Default personality traits:
- Direct and no-nonsense but warm
- Uses humor when appropriate
- Proactive -- suggests things before being asked
- Remembers and references past conversations naturally
Edit this file to customize the agent's personality to your liking.
USER.md
Your user profile. Contains your name, how you want to be addressed, your technical level, primary language, current projects, communication preferences, and anything else you want the agent to know about you.
Fill this in after installation -- the more context you provide, the more personalized the agent's responses will be.
HEARTBEAT.md
A checklist of proactive tasks for the heartbeat system. Each item is something the agent should check on periodically. See Scheduler and Heartbeat.
Known Issues and Limitations
Claude Code CLI System Prompt
The Claude Code CLI (claude -p) is designed as a coding assistant and applies its own internal system prompt. Custom system prompts passed via --system-prompt are appended but do not override the built-in behavior. This means:
- The
SOUL.mdpersonality may not be followed reliably. - Tool-use instructions may be ignored or overridden.
- The agent may behave more like a coding assistant than a personal assistant.
Workaround: Use Claude models through OpenRouter instead of the CLI. OpenRouter provides standard API access to Claude with full system prompt control.

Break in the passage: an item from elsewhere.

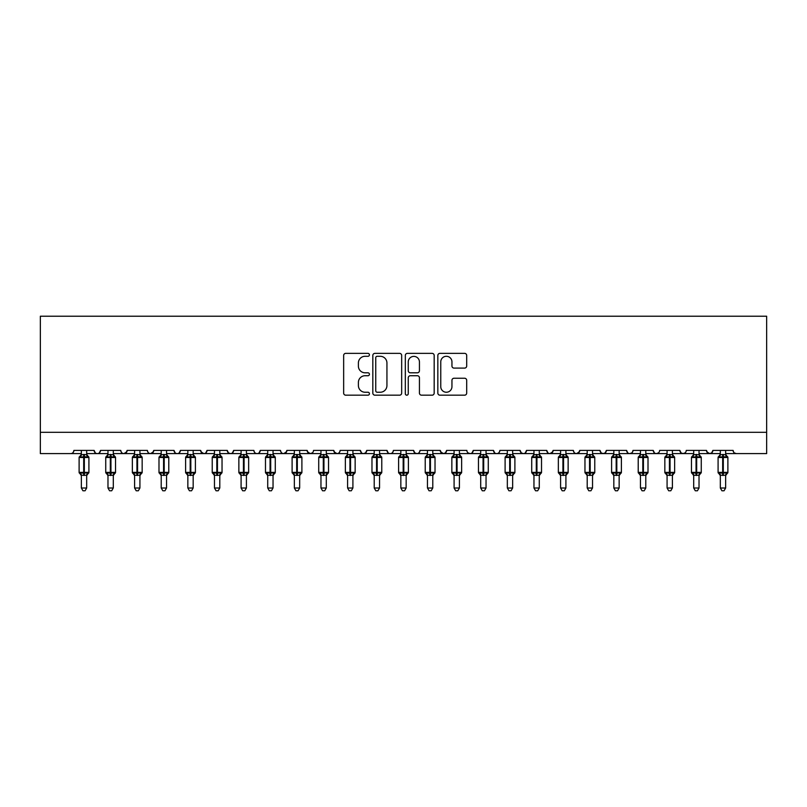<?xml version="1.0" encoding="UTF-8"?>
<svg xmlns="http://www.w3.org/2000/svg" width="807" height="807" viewBox="0 0 807 807"><rect width="100%" height="100%" fill="white"/><g stroke="black" fill="none" stroke-linecap="round" stroke-linejoin="round"><path stroke-width="1.21" d="M369.424 354.828A1.463 1.463 0 0 0 367.962 353.365L345.749 353.365A2.088 2.088 0 0 0 343.651 355.453L343.651 393.08A2.088 2.088 0 0 0 345.749 395.178L367.962 395.178A1.463 1.463 0 0 0 369.424 393.705A1.463 1.463 0 0 0 367.962 392.242L365.087 392.242A6.688 6.688 0 0 1 358.399 385.554L358.399 382.417A6.688 6.688 0 0 1 365.087 375.729L367.962 375.729A1.463 1.463 0 0 0 369.424 374.266A1.463 1.463 0 0 0 367.962 372.804L365.087 372.804A6.688 6.688 0 0 1 358.399 366.116L358.399 362.979A6.688 6.688 0 0 1 365.087 356.291L367.962 356.291A1.463 1.463 0 0 0 369.424 354.828M464.6 368.103A2.088 2.088 0 0 0 466.688 366.005L466.688 355.453A2.088 2.088 0 0 0 464.6 353.365L439.926 353.365A2.088 2.088 0 0 0 437.838 355.453L437.838 393.08A2.088 2.088 0 0 0 439.926 395.178L464.6 395.178A2.088 2.088 0 0 0 466.688 393.08L466.688 380.329A2.088 2.088 0 0 0 464.6 378.241L454.038 378.241A2.088 2.088 0 0 0 451.95 380.329L451.95 386.654A5.588 5.588 0 0 1 446.362 392.242A5.588 5.588 0 0 1 440.763 386.654L440.763 361.879A5.588 5.588 0 0 1 446.362 356.291A5.588 5.588 0 0 1 451.95 361.879L451.95 366.005A2.088 2.088 0 0 0 454.038 368.103L464.6 368.103M40.35 432.31L766.65 432.31L766.65 316.223L40.35 316.223L40.35 453.605L70.703 453.605C72.398 453.665 73.457 452.606 73.901 450.407L94.126 450.407L95.297 452.878M401.674 355.453A2.088 2.088 0 0 0 399.576 353.365L374.912 353.365A2.088 2.088 0 0 0 372.824 355.453L372.824 393.08A2.088 2.088 0 0 0 374.912 395.178L399.576 395.178A2.088 2.088 0 0 0 401.674 393.08L401.674 355.453M407.424 353.365L432.088 353.365A2.088 2.088 0 0 1 434.176 355.453L434.176 393.08A2.088 2.088 0 0 1 432.088 395.178L421.536 395.178A2.088 2.088 0 0 1 419.438 393.08L419.438 377.817A2.088 2.088 0 0 0 417.35 375.729L410.349 375.729A2.088 2.088 0 0 0 408.251 377.817L408.251 393.705A1.463 1.463 0 0 1 406.789 395.178A1.463 1.463 0 0 1 405.326 393.705L405.326 355.453A2.088 2.088 0 0 1 407.424 353.365M86.672 453.605L97.324 453.605C95.63 453.665 94.57 452.606 94.126 450.407A3.198 3.198 0 0 0 97.324 453.605A3.198 3.198 0 0 0 100.522 450.407L120.757 450.407A3.198 3.198 0 0 0 123.945 453.605A3.198 3.198 0 0 0 127.143 450.407L147.378 450.407A3.198 3.198 0 0 0 150.576 453.605A3.198 3.198 0 0 0 153.764 450.407L173.999 450.407A3.198 3.198 0 0 0 177.197 453.605A3.198 3.198 0 0 0 180.395 450.407L200.63 450.407A3.198 3.198 0 0 0 203.818 453.605A3.198 3.198 0 0 0 207.016 450.407L227.251 450.407A3.198 3.198 0 0 0 230.449 453.605A3.198 3.198 0 0 0 233.637 450.407L253.872 450.407A3.198 3.198 0 0 0 257.07 453.605A3.198 3.198 0 0 0 260.268 450.407L280.493 450.407A3.198 3.198 0 0 0 283.691 453.605A3.198 3.198 0 0 0 286.888 450.407L307.124 450.407A3.198 3.198 0 0 0 310.312 453.605A3.198 3.198 0 0 0 313.509 450.407L333.745 450.407A3.198 3.198 0 0 0 336.943 453.605A3.198 3.198 0 0 0 340.13 450.407L360.366 450.407A3.198 3.198 0 0 0 363.564 453.605A3.198 3.198 0 0 0 366.761 450.407L386.997 450.407A3.198 3.198 0 0 0 390.185 453.605A3.198 3.198 0 0 0 393.382 450.407L413.618 450.407A3.198 3.198 0 0 0 416.815 453.605A3.198 3.198 0 0 0 420.003 450.407L440.239 450.407A3.198 3.198 0 0 0 443.436 453.605A3.198 3.198 0 0 0 446.634 450.407L466.87 450.407A3.198 3.198 0 0 0 470.057 453.605A3.198 3.198 0 0 0 473.255 450.407L493.491 450.407A3.198 3.198 0 0 0 496.688 453.605A3.198 3.198 0 0 0 499.876 450.407L520.112 450.407A3.198 3.198 0 0 0 523.309 453.605A3.198 3.198 0 0 0 526.507 450.407L546.732 450.407A3.198 3.198 0 0 0 549.93 453.605A3.198 3.198 0 0 0 553.128 450.407L573.363 450.407A3.198 3.198 0 0 0 576.551 453.605A3.198 3.198 0 0 0 579.749 450.407L599.984 450.407A3.198 3.198 0 0 0 603.182 453.605A3.198 3.198 0 0 0 606.37 450.407L626.605 450.407A3.198 3.198 0 0 0 629.803 453.605A3.198 3.198 0 0 0 633.001 450.407L653.236 450.407A3.198 3.198 0 0 0 656.424 453.605A3.198 3.198 0 0 0 659.622 450.407L679.857 450.407A3.198 3.198 0 0 0 683.055 453.605A3.198 3.198 0 0 0 686.243 450.407L706.478 450.407A3.198 3.198 0 0 0 709.676 453.605A3.198 3.198 0 0 0 712.874 450.407L733.099 450.407L733.694 452.263M712.874 450.407L711.703 452.878L709.676 453.605L706.821 451.859M706.478 450.407L707.648 452.878M679.857 450.407L681.027 452.878L683.055 453.605L685.113 452.858M645.782 453.605L656.424 453.605C654.729 453.665 653.67 452.606 653.236 450.407L654.396 452.878M633.001 450.407L632.406 452.263M619.151 453.605L629.803 453.605C628.108 453.665 627.039 452.606 626.605 450.407L627.775 452.878M606.37 450.407L605.21 452.878M599.984 450.407L601.154 452.878M579.749 450.407L578.579 452.878M565.909 453.605L576.551 453.605C574.856 453.665 573.797 452.606 573.363 450.407L573.959 452.263M553.128 450.407L551.958 452.878M539.278 453.605L549.93 453.605C548.235 453.665 547.176 452.606 546.732 450.407L547.903 452.878M512.657 453.605L523.309 453.605C525.004 453.665 526.063 452.606 526.507 450.407L525.337 452.878M520.112 450.407L521.282 452.878L523.309 453.605L533.962 453.605M486.036 453.605L496.688 453.605C494.994 453.665 493.924 452.606 493.491 450.407L494.661 452.878M459.415 453.605L470.057 453.605C471.752 453.665 472.821 452.606 473.255 450.407L472.085 452.878M446.634 450.407L445.464 452.878M440.239 450.407L441.409 452.878M413.618 450.407L414.788 452.878M379.542 453.605L390.185 453.605C388.49 453.665 387.431 452.606 386.997 450.407L388.157 452.878M366.761 450.407L365.591 452.878M352.911 453.605L363.564 453.605C361.869 453.665 360.81 452.606 360.366 450.407L361.536 452.878M333.745 450.407L334.915 452.878M307.124 450.407L308.294 452.878M286.888 450.407L285.718 452.878M246.417 453.605L257.07 453.605C258.765 453.665 259.824 452.606 260.268 450.407L259.097 452.878M219.797 453.605L230.449 453.605C232.144 453.665 233.203 452.606 233.637 450.407L232.477 452.878M227.251 450.407L228.421 452.878M193.176 453.605L203.818 453.605C205.513 453.665 206.582 452.606 207.016 450.407L205.846 452.878M200.63 450.407L201.79 452.878M166.545 453.605L177.197 453.605C178.892 453.665 179.961 452.606 180.395 450.407L179.225 452.878M187.849 453.605L177.197 453.605C175.502 453.665 174.433 452.606 173.999 450.407L175.169 452.878M153.764 450.407L152.604 452.878M127.143 450.407L125.973 452.878M107.977 453.605L97.324 453.605C99.019 453.665 100.088 452.606 100.522 450.407L99.352 452.878M733.099 450.407A3.198 3.198 0 0 0 736.297 453.605L734.239 452.858M766.65 432.31L766.65 453.605L725.644 453.605M70.703 453.605C72.398 453.665 73.457 452.606 73.901 450.407A3.198 3.198 0 0 1 70.703 453.605L81.356 453.605M113.303 453.605L123.945 453.605L126.8 451.859M134.598 453.605L123.945 453.605C122.25 453.665 121.191 452.606 120.757 450.407M139.924 453.605L150.576 453.605L153.421 451.859M161.218 453.605L150.576 453.605C148.881 453.665 147.812 452.606 147.378 450.407M214.47 453.605L203.818 453.605L200.973 451.859M241.091 453.605L230.449 453.605L228.391 452.858M267.722 453.605L257.07 453.605C255.375 453.665 254.306 452.606 253.872 450.407M273.038 453.605L283.691 453.605L286.546 451.859M294.343 453.605L283.691 453.605C281.996 453.665 280.937 452.606 280.493 450.407M299.669 453.605L310.312 453.605L312.37 452.858M320.964 453.605L310.312 453.605L307.467 451.859M326.29 453.605L336.943 453.605C338.637 453.665 339.697 452.606 340.13 450.407M347.585 453.605L336.943 453.605L334.088 451.859M374.216 453.605L363.564 453.605L365.621 452.858M400.837 453.605L390.185 453.605C391.879 453.665 392.948 452.606 393.382 450.407M406.163 453.605L416.815 453.605C418.51 453.665 419.569 452.606 420.003 450.407M427.458 453.605L416.815 453.605L414.758 452.858M432.784 453.605L443.436 453.605L445.494 452.858M454.089 453.605L443.436 453.605L440.592 451.859M480.71 453.605L470.057 453.605L467.999 452.858M507.331 453.605L496.688 453.605C498.383 453.665 499.442 452.606 499.876 450.407M560.583 453.605L549.93 453.605L552.785 451.859M587.203 453.605L576.551 453.605L579.406 451.859M592.53 453.605L603.182 453.605L605.24 452.858M613.824 453.605L603.182 453.605L601.124 452.858M640.455 453.605L629.803 453.605L631.861 452.858M667.076 453.605L656.424 453.605L658.482 452.858M377.212 356.291A1.463 1.463 0 0 0 375.749 357.753L375.749 390.78A1.463 1.463 0 0 0 377.212 392.242L380.238 392.242A6.688 6.688 0 0 0 386.936 385.554L386.936 362.979A6.688 6.688 0 0 0 380.238 356.291L377.212 356.291M419.438 361.98A5.588 5.588 0 0 0 413.85 356.391A5.588 5.588 0 0 0 408.251 361.98L408.251 370.716A2.088 2.088 0 0 0 410.349 372.804L417.35 372.804A2.088 2.088 0 0 0 419.438 370.716L419.438 361.98M81.356 475.605L79.116 472.398L88.911 472.398L88.911 457.488L88.215 456.49A1.069 1.069 0 0 1 88.911 457.488L79.116 457.488A1.069 1.069 0 0 1 79.812 456.49L79.116 457.488L79.116 472.398A1.069 1.069 0 0 0 79.812 473.406L80.579 472.609L83.696 473.356L87.449 472.609L87.902 473.295A2.34 2.229 0 0 0 86.672 475.262L81.356 475.262A2.34 2.229 0 0 0 80.125 473.295M88.911 472.398A1.069 1.069 0 0 1 88.215 473.406L88.911 472.398L88.911 457.488M81.356 454.634L86.672 454.634A2.34 2.229 180 0 0 87.902 456.601L87.449 457.287L84.331 456.54L80.579 457.287L80.125 456.601A2.34 2.229 180 0 0 81.356 454.634L81.356 450.407M86.672 475.252L86.672 488.003L81.356 488.003L81.356 475.252M86.672 450.407L86.672 454.644M80.579 457.287L81.346 454.745M87.015 456.086L87.449 457.287M80.579 472.609L81.346 475.152M87.449 472.609L86.682 475.152M86.672 488.003L85.078 490.777L82.95 490.777L81.356 488.003M107.977 475.605L105.737 472.398L115.532 472.398L115.532 457.488L114.836 456.49A1.069 1.069 0 0 1 115.532 457.488L105.737 457.488A1.069 1.069 0 0 1 106.433 456.49L105.737 457.488L105.737 472.398A1.069 1.069 0 0 0 106.433 473.406L107.2 472.609L110.317 473.356L114.069 472.609L114.533 473.295A2.34 2.229 0 0 0 113.303 475.262L107.977 475.262A2.34 2.229 0 0 0 106.746 473.295M115.532 472.398A1.069 1.069 0 0 1 114.836 473.406L115.532 472.398L115.532 457.488M107.977 454.634L113.303 454.634A2.34 2.229 180 0 0 114.533 456.601L114.069 457.287L110.952 456.54L107.2 457.287L106.746 456.601A2.34 2.229 180 0 0 107.977 454.634L107.977 450.407M134.598 475.605L132.358 472.398L142.163 472.398L142.163 457.488L141.457 456.49A1.069 1.069 0 0 1 142.163 457.488L132.358 457.488A1.069 1.069 0 0 1 133.064 456.49L132.358 457.488L132.358 472.398A1.069 1.069 0 0 0 133.064 473.406L133.831 472.609L136.938 473.356L140.7 472.609L141.154 473.295A2.34 2.229 0 0 0 139.924 475.262L134.598 475.262A2.34 2.229 0 0 0 133.367 473.295M142.163 472.398A1.069 1.069 0 0 1 141.457 473.406L142.163 472.398L142.163 457.488M134.598 454.634L139.924 454.634A2.34 2.229 180 0 0 141.154 456.601L140.7 457.287L137.583 456.54L133.831 457.287L133.367 456.601A2.34 2.229 180 0 0 134.598 454.634L134.598 450.407M161.218 475.605L158.989 472.398L168.784 472.398L168.784 457.488L168.088 456.49A1.069 1.069 0 0 1 168.784 457.488L158.989 457.488A1.069 1.069 0 0 1 159.685 456.49L158.989 457.488L158.989 472.398A1.069 1.069 0 0 0 159.685 473.406L160.452 472.609L163.569 473.356L167.321 472.609L167.775 473.295A2.34 2.229 0 0 0 166.545 475.262L161.218 475.262A2.34 2.229 0 0 0 159.988 473.295M168.784 472.398A1.069 1.069 0 0 1 168.088 473.406L168.784 472.398L168.784 457.488M161.218 454.634L166.545 454.634A2.34 2.229 180 0 0 167.775 456.601L167.321 457.287L164.204 456.54L160.452 457.287L159.988 456.601A2.34 2.229 180 0 0 161.218 454.634L161.218 450.407M187.849 475.605L185.61 472.398L195.405 472.398L195.405 457.488L194.709 456.49A1.069 1.069 0 0 1 195.405 457.488L185.61 457.488A1.069 1.069 0 0 1 186.306 456.49L185.61 457.488L185.61 472.398A1.069 1.069 0 0 0 186.306 473.406L187.073 472.609L190.19 473.356L193.942 472.609L194.406 473.295A2.34 2.229 0 0 0 193.176 475.262L187.849 475.262A2.34 2.229 0 0 0 186.619 473.295M195.405 472.398A1.069 1.069 0 0 1 194.709 473.406L195.405 472.398L195.405 457.488M187.849 454.634L193.176 454.634A2.34 2.229 180 0 0 194.406 456.601L193.942 457.287L190.825 456.54L187.073 457.287L186.619 456.601A2.34 2.229 180 0 0 187.849 454.634L187.849 450.407M113.303 475.252L113.303 488.003L107.977 488.003L107.977 475.252M113.303 450.407L113.303 454.644M107.2 457.287L107.977 454.745M113.636 456.086L114.069 457.287M107.2 472.609L107.977 475.152M114.069 472.609L113.303 475.152M113.303 488.003L111.699 490.777L109.57 490.777L107.977 488.003M139.924 475.252L139.924 488.003L134.598 488.003L134.598 475.252M139.924 450.407L139.924 454.644M133.831 457.287L134.598 454.745M140.257 456.086L140.7 457.287M133.831 472.609L134.598 475.152M140.7 472.609L139.924 475.152M139.924 488.003L138.32 490.777L136.201 490.777L134.598 488.003M166.545 475.252L166.545 488.003L161.218 488.003L161.218 475.252M166.545 450.407L166.545 454.644M160.452 457.287L161.218 454.745M166.888 456.086L167.321 457.287M160.452 472.609L161.218 475.152M167.321 472.609L166.545 475.152M166.545 488.003L164.951 490.777L162.822 490.777L161.218 488.003M193.176 475.252L193.176 488.003L187.849 488.003L187.849 475.252M193.176 450.407L193.176 454.644M187.073 457.287L187.849 454.745M193.509 456.086L193.942 457.287M187.073 472.609L187.849 475.152M193.942 472.609L193.176 475.152M193.176 488.003L191.572 490.777L189.443 490.777L187.849 488.003M214.47 475.605L212.231 472.398L222.036 472.398L222.036 457.488L221.33 456.49A1.069 1.069 0 0 1 222.036 457.488L212.231 457.488A1.069 1.069 0 0 1 212.937 456.49L212.231 457.488L212.231 472.398A1.069 1.069 0 0 0 212.937 473.406L213.694 472.609L216.811 473.356L220.563 472.609L221.027 473.295A2.34 2.229 0 0 0 219.797 475.262L214.47 475.262A2.34 2.229 0 0 0 213.24 473.295M222.036 472.398A1.069 1.069 0 0 1 221.33 473.406L222.036 472.398L222.036 457.488M214.47 454.634L219.797 454.634A2.34 2.229 180 0 0 221.027 456.601L220.563 457.287L217.456 456.54L213.694 457.287L213.24 456.601A2.34 2.229 180 0 0 214.47 454.634L214.47 450.407M219.797 475.252L219.797 488.003L214.47 488.003L214.47 475.252M219.797 450.407L219.797 454.644M213.694 457.287L214.47 454.745M220.129 456.086L220.563 457.287M213.694 472.609L214.47 475.152M220.563 472.609L219.797 475.152M219.797 488.003L218.193 490.777L216.064 490.777L214.47 488.003M241.091 475.605L238.862 472.398L248.657 472.398L248.657 457.488L247.961 456.49A1.069 1.069 0 0 1 248.657 457.488L238.862 457.488A1.069 1.069 0 0 1 239.558 456.49L238.862 457.488L238.862 472.398A1.069 1.069 0 0 0 239.558 473.406L240.325 472.609L243.442 473.356L247.194 472.609L247.648 473.295A2.34 2.229 0 0 0 246.417 475.262L241.091 475.262A2.34 2.229 0 0 0 239.861 473.295M248.657 472.398A1.069 1.069 0 0 1 247.961 473.406L248.657 472.398L248.657 457.488M241.091 454.634L246.417 454.634A2.34 2.229 180 0 0 247.648 456.601L247.194 457.287L244.077 456.54L240.325 457.287L239.861 456.601A2.34 2.229 180 0 0 241.091 454.634L241.091 450.407M246.417 475.252L246.417 488.003L241.091 488.003L241.091 475.252M246.417 450.407L246.417 454.644M240.325 457.287L241.091 454.745M246.76 456.086L247.194 457.287M240.325 472.609L241.091 475.152M247.194 472.609L246.417 475.152M246.417 488.003L244.824 490.777L242.695 490.777L241.091 488.003M267.722 475.605L265.483 472.398L275.278 472.398L275.278 457.488L274.582 456.49A1.069 1.069 0 0 1 275.278 457.488L265.483 457.488A1.069 1.069 0 0 1 266.179 456.49L265.483 457.488L265.483 472.398A1.069 1.069 0 0 0 266.179 473.406L266.946 472.609L270.063 473.356L273.815 472.609L274.269 473.295A2.34 2.229 0 0 0 273.038 475.262L267.722 475.262A2.34 2.229 0 0 0 266.492 473.295M275.278 472.398A1.069 1.069 0 0 1 274.582 473.406L275.278 472.398L275.278 457.488M267.722 454.634L273.038 454.634A2.34 2.229 180 0 0 274.269 456.601L273.815 457.287L270.698 456.54L266.946 457.287L266.492 456.601A2.34 2.229 180 0 0 267.722 454.634L267.722 450.407M273.038 475.252L273.038 488.003L267.722 488.003L267.722 475.252M273.038 450.407L273.038 454.644M266.946 457.287L267.712 454.745M273.381 456.086L273.815 457.287M266.946 472.609L267.712 475.152M273.815 472.609L273.048 475.152M273.038 488.003L271.445 490.777L269.316 490.777L267.722 488.003M294.343 475.605L292.104 472.398L301.899 472.398L301.899 457.488L301.203 456.49A1.069 1.069 0 0 1 301.899 457.488L292.104 457.488A1.069 1.069 0 0 1 292.8 456.49L292.104 457.488L292.104 472.398A1.069 1.069 0 0 0 292.8 473.406L293.566 472.609L296.683 473.356L300.436 472.609L300.9 473.295A2.34 2.229 0 0 0 299.669 475.262L294.343 475.262A2.34 2.229 0 0 0 293.112 473.295M301.899 472.398A1.069 1.069 0 0 1 301.203 473.406L301.899 472.398L301.899 457.488M294.343 454.634L299.669 454.634A2.34 2.229 180 0 0 300.9 456.601L300.436 457.287L297.319 456.54L293.566 457.287L293.112 456.601A2.34 2.229 180 0 0 294.343 454.634L294.343 450.407M299.669 475.252L299.669 488.003L294.343 488.003L294.343 475.252M299.669 450.407L299.669 454.644M293.566 457.287L294.343 454.745M300.002 456.086L300.436 457.287M293.566 472.609L294.343 475.152M300.436 472.609L299.669 475.152M299.669 488.003L298.065 490.777L295.937 490.777L294.343 488.003M320.964 475.605L318.725 472.398L328.53 472.398L328.53 457.488L327.824 456.49A1.069 1.069 0 0 1 328.53 457.488L318.725 457.488A1.069 1.069 0 0 1 319.431 456.49L318.725 457.488L318.725 472.398A1.069 1.069 0 0 0 319.431 473.406L320.197 472.609L323.304 473.356L327.067 472.609L327.521 473.295A2.34 2.229 0 0 0 326.29 475.262L320.964 475.262A2.34 2.229 0 0 0 319.733 473.295M328.53 472.398A1.069 1.069 0 0 1 327.824 473.406L328.53 472.398M320.964 454.634L326.29 454.634A2.34 2.229 180 0 0 327.521 456.601L327.067 457.287L323.95 456.54L320.197 457.287L319.733 456.601A2.34 2.229 180 0 0 320.964 454.634L320.964 450.407M326.29 475.252L326.29 488.003L320.964 488.003L320.964 475.252M326.29 450.407L326.29 454.644M320.197 457.287L320.964 454.745M326.623 456.086L327.067 457.287M320.197 472.609L320.964 475.152L320.197 472.609M327.067 472.609L326.29 475.152M326.29 488.003L324.696 490.777L322.568 490.777L320.964 488.003M347.585 475.605L345.356 472.398L355.151 472.398L355.151 457.488L354.455 456.49A1.069 1.069 0 0 1 355.151 457.488L345.356 457.488A1.069 1.069 0 0 1 346.052 456.49L345.356 457.488L345.356 472.398A1.069 1.069 0 0 0 346.052 473.406L346.818 472.609L349.935 473.356L353.688 472.609L354.142 473.295A2.34 2.229 0 0 0 352.911 475.262L347.585 475.262A2.34 2.229 0 0 0 346.364 473.295M355.151 472.398A1.069 1.069 0 0 1 354.455 473.406L355.151 472.398L355.151 457.488M347.585 454.634L352.911 454.634A2.34 2.229 180 0 0 354.142 456.601L353.688 457.287L350.571 456.54L346.818 457.287L346.364 456.601A2.34 2.229 180 0 0 347.585 454.634L347.585 450.407M352.911 475.252L352.911 488.003L347.585 488.003L347.585 475.252M352.911 450.407L352.911 454.644M346.818 457.287L347.585 454.745M353.254 456.086L353.688 457.287M346.818 472.609L347.585 475.152L346.818 472.609M353.688 472.609L352.921 475.152M352.911 488.003L351.317 490.777L349.189 490.777L347.585 488.003M374.216 475.605L371.977 472.398L381.772 472.398L381.772 457.488L381.075 456.49A1.069 1.069 0 0 1 381.772 457.488L371.977 457.488A1.069 1.069 0 0 1 372.673 456.49L371.977 457.488L371.977 472.398A1.069 1.069 0 0 0 372.673 473.406L373.439 472.609L376.556 473.356L380.309 472.609L380.773 473.295A2.34 2.229 0 0 0 379.542 475.262L374.216 475.262A2.34 2.229 0 0 0 372.985 473.295M381.772 472.398A1.069 1.069 0 0 1 381.075 473.406L381.772 472.398M374.216 454.634L379.542 454.634A2.34 2.229 180 0 0 380.773 456.601L380.309 457.287L377.192 456.54L373.439 457.287L372.985 456.601A2.34 2.229 180 0 0 374.216 454.634L374.216 450.407M379.542 475.252L379.542 488.003L374.216 488.003L374.216 475.252M379.542 450.407L379.542 454.644M373.439 457.287L374.216 454.745M379.875 456.086L380.309 457.287M373.439 472.609L374.216 475.152L373.439 472.609M380.309 472.609L379.542 475.152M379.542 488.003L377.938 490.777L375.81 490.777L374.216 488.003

Claude Code CLI Does Not Support Streaming
The Claude Code CLI integration uses subprocess.Popen with communicate(), which means the entire response is collected before being displayed. There is no token-by-token streaming for Claude CLI responses. OpenRouter, Ollama, and LM Studio all support true streaming.
Claude Code CLI Tool Calling
Tool calling is not supported through the Claude Code CLI path. The --tools "" flag is passed to disable Claude Code's built-in tools, and CheddahBot's own tools are described in the system prompt rather than via function-calling schema. This makes tool use unreliable with the CLI backend. Again, OpenRouter is the recommended provider for full tool support.
Embedding Model Download
The first time the memory system initializes, it downloads the all-MiniLM-L6-v2 sentence-transformer model (approximately 80 MB). This requires an internet connection and may take a moment. Subsequent starts use the cached model.
If sentence-transformers is not installed, the memory system falls back to keyword-based search. Semantic search will not be available but everything else works.
Shell Command Safety
The shell tool blocks a set of known dangerous command patterns, but it is not a full sandbox. Commands run with the same permissions as the CheddahBot process. Exercise caution with the run_command tool, especially on production machines.
Conversation Context Window
The system keeps the most recent 50 messages (configurable via memory.max_context_messages) in the LLM context window. Older messages are summarized and moved to the daily log when the count exceeds flush_threshold (default 40). Very long conversations may lose fine-grained detail from earlier messages.
Single Conversation at a Time
The agent maintains one active conversation at a time in memory. You can start a new chat (which creates a new conversation in the database) and browse past conversations in the history panel, but there is no multi-user or multi-session support.
Local Model Limitations
Ollama and LM Studio models vary widely in their ability to follow tool-calling schemas. Smaller models may not reliably use tools. For best results with local models, use models that are known to support function calling (e.g., Llama 3.1+ instruct variants).